— Хорошо идут! — сказал он и, обернувшись, оглядел командиров светлыми глазами. — Слаженно действуют, сволочи!
— Ещё б не слаженно! — обиделся стоявший рядом подполковник-танкист. Упёршись руками в бруствер траншеи, он смотрел на немецкие танки, вздрагивая от возбуждения большим телом, как от озноба. — У них все команды по радио, а у меня четыре танка осталось, и те нерадийные. Надо команду передать — высовываешься из люка, машешь флажками: «Делай, как я!» Вот он меня вчера и сжёг в этот самый момент. Но тут какой-то артиллерист удачными выстрелами поджог сразу две машины с пехотой, и внимание всех переметнулось туда. Было видно, как из огня выскакивают уцелевшие немцы.
— Обнаглели окончательно.
— Воюют прямо с машин… Чтоб и сапог не запылить… Тройникова соединили с Прищемихиным. Он говорил, а внимание и мысль были прикованы к бою.

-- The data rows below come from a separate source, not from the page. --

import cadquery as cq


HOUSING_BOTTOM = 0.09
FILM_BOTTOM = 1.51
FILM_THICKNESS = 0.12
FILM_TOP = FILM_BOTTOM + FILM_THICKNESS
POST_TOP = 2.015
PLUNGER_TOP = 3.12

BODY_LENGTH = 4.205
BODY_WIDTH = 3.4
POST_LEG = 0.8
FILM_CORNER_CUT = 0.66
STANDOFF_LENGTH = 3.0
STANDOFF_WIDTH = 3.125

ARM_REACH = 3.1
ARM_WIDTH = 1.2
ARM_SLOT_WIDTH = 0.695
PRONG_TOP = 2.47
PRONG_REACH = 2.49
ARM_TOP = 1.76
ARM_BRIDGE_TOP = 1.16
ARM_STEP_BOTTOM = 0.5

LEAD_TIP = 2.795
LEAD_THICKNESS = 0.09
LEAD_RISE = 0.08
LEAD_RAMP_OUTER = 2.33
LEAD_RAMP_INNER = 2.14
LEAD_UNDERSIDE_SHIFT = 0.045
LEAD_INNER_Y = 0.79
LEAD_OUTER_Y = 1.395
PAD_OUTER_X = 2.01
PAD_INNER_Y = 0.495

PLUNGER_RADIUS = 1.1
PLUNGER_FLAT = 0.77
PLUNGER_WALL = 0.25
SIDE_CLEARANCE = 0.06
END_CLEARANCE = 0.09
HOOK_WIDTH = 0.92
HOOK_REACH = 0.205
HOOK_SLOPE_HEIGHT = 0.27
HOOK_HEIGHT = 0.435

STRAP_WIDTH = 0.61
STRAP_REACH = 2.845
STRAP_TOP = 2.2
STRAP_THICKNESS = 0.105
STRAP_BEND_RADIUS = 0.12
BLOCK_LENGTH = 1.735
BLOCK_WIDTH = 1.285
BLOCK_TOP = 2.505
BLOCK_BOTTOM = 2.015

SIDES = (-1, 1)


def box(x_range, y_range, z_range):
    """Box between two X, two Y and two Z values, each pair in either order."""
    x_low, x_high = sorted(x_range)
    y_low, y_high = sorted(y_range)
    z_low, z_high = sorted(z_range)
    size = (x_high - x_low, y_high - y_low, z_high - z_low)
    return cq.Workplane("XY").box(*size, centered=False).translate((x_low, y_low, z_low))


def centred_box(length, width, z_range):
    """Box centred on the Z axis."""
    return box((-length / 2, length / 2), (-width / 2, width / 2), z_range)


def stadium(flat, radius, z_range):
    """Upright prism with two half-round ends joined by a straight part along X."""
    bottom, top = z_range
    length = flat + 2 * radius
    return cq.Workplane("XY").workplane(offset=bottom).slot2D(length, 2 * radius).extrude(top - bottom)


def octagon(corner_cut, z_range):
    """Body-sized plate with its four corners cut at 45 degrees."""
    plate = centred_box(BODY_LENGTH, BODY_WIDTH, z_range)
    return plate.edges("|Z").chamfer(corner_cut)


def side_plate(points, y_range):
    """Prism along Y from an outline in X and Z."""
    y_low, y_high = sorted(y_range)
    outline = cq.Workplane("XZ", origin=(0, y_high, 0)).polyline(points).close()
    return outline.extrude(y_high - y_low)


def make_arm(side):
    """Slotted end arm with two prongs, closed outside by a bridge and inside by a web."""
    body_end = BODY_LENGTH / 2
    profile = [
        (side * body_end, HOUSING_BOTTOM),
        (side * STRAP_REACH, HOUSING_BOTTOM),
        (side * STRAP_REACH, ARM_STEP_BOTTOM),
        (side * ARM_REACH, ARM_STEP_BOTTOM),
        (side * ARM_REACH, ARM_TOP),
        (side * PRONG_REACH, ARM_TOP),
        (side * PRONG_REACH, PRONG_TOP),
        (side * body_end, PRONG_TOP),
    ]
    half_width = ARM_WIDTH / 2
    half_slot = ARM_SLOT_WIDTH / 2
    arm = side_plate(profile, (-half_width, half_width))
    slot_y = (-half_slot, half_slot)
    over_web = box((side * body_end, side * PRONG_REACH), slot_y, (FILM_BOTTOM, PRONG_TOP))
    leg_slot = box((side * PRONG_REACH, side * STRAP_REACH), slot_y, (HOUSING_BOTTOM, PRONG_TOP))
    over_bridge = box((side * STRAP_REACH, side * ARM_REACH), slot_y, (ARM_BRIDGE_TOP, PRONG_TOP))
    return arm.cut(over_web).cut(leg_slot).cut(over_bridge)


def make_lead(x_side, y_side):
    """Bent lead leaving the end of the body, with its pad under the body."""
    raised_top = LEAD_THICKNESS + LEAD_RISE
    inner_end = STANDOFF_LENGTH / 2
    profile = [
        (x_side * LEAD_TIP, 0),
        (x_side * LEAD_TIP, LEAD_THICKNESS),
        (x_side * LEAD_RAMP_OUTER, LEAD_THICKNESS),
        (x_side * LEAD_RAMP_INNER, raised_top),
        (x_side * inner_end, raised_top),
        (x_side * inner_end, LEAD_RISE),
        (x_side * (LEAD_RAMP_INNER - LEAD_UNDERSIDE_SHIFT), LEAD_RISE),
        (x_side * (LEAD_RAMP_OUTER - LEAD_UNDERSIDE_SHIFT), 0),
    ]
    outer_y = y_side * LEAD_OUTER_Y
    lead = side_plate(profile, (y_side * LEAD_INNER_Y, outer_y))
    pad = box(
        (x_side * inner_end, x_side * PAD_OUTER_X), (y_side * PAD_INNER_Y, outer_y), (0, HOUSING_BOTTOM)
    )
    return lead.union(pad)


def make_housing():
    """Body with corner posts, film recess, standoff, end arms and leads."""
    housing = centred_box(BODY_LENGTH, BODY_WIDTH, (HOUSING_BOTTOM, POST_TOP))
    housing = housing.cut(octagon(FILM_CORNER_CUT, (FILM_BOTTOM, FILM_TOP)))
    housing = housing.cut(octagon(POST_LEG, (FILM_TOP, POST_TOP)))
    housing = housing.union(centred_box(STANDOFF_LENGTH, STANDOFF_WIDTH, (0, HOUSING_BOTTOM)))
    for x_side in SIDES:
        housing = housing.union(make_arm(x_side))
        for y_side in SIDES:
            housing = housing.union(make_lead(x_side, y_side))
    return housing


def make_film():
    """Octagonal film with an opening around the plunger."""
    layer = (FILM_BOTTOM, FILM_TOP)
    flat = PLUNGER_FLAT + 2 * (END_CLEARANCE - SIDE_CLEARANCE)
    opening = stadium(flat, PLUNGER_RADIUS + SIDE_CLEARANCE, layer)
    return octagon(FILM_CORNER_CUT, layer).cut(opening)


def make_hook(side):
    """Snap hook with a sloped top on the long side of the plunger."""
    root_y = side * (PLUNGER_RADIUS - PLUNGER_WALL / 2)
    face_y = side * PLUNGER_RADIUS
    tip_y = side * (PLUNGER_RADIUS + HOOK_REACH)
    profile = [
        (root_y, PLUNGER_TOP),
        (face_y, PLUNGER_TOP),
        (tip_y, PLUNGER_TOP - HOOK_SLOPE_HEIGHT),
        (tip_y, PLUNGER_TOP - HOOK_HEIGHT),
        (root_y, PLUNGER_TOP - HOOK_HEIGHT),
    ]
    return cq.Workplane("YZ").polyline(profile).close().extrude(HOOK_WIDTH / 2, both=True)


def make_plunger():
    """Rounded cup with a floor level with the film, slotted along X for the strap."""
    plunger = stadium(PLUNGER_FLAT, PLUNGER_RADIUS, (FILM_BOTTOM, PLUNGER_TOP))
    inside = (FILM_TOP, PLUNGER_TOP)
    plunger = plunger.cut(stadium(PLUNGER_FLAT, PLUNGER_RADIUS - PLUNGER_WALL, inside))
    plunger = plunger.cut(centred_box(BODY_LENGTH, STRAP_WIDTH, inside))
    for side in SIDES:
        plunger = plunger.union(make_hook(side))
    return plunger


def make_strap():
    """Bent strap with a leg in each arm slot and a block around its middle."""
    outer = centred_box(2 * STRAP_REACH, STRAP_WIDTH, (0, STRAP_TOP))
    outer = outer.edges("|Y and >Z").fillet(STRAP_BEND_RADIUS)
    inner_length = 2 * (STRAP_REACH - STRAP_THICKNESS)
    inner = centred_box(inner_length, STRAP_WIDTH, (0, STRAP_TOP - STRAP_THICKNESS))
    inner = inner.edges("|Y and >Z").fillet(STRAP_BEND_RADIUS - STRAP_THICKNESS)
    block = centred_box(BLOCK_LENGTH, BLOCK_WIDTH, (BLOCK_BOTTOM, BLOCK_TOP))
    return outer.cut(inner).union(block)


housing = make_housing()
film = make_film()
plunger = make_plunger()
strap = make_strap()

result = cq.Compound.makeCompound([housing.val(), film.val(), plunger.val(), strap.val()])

— Прищемихин? Ну как у тебя? Спокойно? Угу… Во фланг немцам выскакала по хлебам батарея семидесятишестимиллиметровых длинноствольных пушек — четыре конных запряжки. Командир батареи, не слезая с седла, — под ним была тяжёлая артиллерийская лошадь с белым животом и белым боком — на виду у немцев смело разворачивал орудия.
— Тебе движение пехоты и танков видно? Ударили орудия во ржи. Командир батареи на коне, поднявшись на стременах, что-то кричал и яростно, плетью указывал на танки: В какой-то момент он обернулся, и Тройников увидел его молодое в азарте боя лицо.
— Молодец! — сказал он в трубку, наблюдая стрельбу. — Не тебе, Прищемихин, это тут… А ты — дай, дай втянуться ему. Пусть втянется… Не горячись… Один из танков заметался по полю, из кормы его тёк чёрный дым. Резко меняя направление, он кидался в стороны, словно это, дымившее сзади, жгло его. Батарею заметили, несколько танков повернули на неё. Но орудия стреляли безостановочно. Вдруг между батареей и танками Тройников увидел ползущую во ржи медсестру. В каске на голове она ползла на четвереньках, коленями и ладонями переступая по земле, а на спине её, ничком, с повисшими вниз волочащимися руками лежал ранений, забинтованная голова его, как неживая, перекатывалась по её голове. Из жёлтой ржи перед батареей взлетели вверх чёрные взрывы, танки били по ней. Медсестра остановилась, как собака со щенком в зубах, она озиралась загнанно, стоя на четвереньках. Хлеба стеной обступали её, она ничего не видела в них ни перед собой, ни сзади. И встать тоже не могла: раненый лежал на её спине. С трубкой в руке, забыв про Прищемихина, Тройников обернулся, ища глазами, кого бы послать, к ней, но увидел только запрокинутые вверх головы: донышки фуражек и пилотки, придерживаемые руками. На высоту, зайдя с тыла, пикировал самолёт. Тройников увидел его в тот момент, когда от него оторвалась и косо летела вниз бомба.